Tim could think of nothing to suggest except that she spend the night with Anne-Sophie.
17
The Invitations
It wasn’t that Estelle was heartless or indifferent, she was just not good at ceremonies, or that was her own explanation. She had sometimes talked to Tim about the wedding, so that he found himself in the role of go-between, between her and her daughter, explaining her misgivings to Anne-Sophie. She confided to him that she hated letting Anne-Sophie down by not being able to rise to a sense of occasion, let alone be really helpful, by knowing about the ceremonial details, or at least by having inspired, creative ideas about decor and the wedding dinner.
“It takes a sense of play, of fantasy, I know all that, it is just that a love of ceremony was left out of me. Au contraire, rituals driv
e me to tears of skepticism, at the misplaced hopes, the ultimate doom of all hopes. Yet I am as full of hopes as you are, Tim dear, for your lovely mariage. Why should it not be perfect? ”
“It’ll be perfect,” Tim assured her. “Anyhow, Anne-Sophie loves doing the plans and she’s a well-organized woman.”
“Isn’t she? I marvel, really, she is so etonnante. I almost cannot intrude on her perfection.” He couldn’t tell if she was being ironic.
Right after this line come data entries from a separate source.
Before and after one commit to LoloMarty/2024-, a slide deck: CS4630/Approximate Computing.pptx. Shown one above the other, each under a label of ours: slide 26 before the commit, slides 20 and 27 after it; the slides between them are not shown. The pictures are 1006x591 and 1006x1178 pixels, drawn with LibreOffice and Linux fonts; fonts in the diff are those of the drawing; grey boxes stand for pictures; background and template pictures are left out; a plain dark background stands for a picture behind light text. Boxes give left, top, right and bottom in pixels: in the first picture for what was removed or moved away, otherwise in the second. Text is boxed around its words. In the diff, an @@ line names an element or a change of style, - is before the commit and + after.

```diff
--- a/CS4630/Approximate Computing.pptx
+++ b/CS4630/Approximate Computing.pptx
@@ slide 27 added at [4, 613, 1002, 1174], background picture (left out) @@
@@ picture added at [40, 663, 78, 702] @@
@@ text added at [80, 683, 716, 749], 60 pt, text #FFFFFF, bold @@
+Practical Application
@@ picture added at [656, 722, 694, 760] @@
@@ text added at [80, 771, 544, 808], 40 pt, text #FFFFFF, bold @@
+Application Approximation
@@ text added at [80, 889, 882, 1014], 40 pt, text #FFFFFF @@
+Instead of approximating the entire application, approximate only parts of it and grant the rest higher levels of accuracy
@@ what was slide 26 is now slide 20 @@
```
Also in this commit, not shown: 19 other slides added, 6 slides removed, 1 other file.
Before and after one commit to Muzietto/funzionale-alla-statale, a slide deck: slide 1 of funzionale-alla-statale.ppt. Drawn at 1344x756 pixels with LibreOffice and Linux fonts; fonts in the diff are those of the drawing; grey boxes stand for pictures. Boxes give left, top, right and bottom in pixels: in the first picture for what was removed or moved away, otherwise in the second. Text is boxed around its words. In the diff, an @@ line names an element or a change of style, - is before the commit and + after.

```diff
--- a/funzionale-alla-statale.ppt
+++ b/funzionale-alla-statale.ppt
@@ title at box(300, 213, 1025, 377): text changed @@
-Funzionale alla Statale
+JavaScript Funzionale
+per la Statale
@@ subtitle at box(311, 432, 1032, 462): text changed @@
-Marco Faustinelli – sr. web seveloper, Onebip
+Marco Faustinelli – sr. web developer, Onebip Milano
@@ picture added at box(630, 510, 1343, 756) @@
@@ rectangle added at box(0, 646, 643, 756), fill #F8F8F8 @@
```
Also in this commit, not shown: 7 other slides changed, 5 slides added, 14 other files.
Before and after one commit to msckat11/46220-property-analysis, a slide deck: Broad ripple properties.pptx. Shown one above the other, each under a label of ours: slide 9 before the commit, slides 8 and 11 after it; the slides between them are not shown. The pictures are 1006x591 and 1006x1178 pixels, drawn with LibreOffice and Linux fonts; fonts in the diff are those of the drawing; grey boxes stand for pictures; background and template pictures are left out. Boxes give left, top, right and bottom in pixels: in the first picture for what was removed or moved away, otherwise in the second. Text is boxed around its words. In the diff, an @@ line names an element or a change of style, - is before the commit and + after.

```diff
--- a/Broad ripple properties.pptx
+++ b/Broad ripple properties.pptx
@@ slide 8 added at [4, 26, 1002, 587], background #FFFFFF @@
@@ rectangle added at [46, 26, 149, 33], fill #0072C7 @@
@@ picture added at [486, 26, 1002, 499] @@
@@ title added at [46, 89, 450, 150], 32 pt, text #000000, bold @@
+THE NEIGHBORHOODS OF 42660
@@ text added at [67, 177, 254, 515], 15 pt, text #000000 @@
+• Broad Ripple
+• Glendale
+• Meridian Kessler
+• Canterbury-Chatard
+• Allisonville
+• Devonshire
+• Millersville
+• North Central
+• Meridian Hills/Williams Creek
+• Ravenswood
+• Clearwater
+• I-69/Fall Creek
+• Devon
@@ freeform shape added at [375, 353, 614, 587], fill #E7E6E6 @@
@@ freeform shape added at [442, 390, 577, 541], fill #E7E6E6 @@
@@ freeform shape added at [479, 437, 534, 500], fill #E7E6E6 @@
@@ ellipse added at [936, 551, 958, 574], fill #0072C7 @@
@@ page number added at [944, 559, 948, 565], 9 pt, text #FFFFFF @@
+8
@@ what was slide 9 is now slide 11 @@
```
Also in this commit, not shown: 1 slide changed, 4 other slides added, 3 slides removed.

Regarding the invitations, it had been necessary for Estelle to write to Madame Nolinger, even both Mesdames Nolinger, in Michigan, unless Tim could supply certain information as to how his parents would want their names expressed. He had never dwelt on their divorce, and wasn’t sure either Anne-Sophie or Estelle had fully realized his parents were divorced, even though they had two different addresses in Michigan. Also there were questions of whether there were any titles, degrees, military decorations that should be mentioned. Had his father served in the war, for example? (As an enlisted sailor in the last year of it, he knew.) He was able to say that his father had served, and that though he believed his father had received a master’s degree in theater arts at an early age, he doubted that he would want this mentioned on the invitation. As to his mother, he had never heard of any title or decoration of hers that could ornament the pages of the thick vellum leaflets being printed up.
Estelle thought it better to write to his parents directly, which she had planned to do anyway, regarding whether there were anything she could do about the hotels, and what relatives would be coming. She was not entirely confident of her written English, so wrote in French to Tim’s mother. The reply had been disappointing, though, as Madame Nolinger had volunteered very few things of interest except that she had graduated from the Académie du Sacré Coeur in Bruxelles. Anne-Sophie was now taking the replies to the invitation consultant.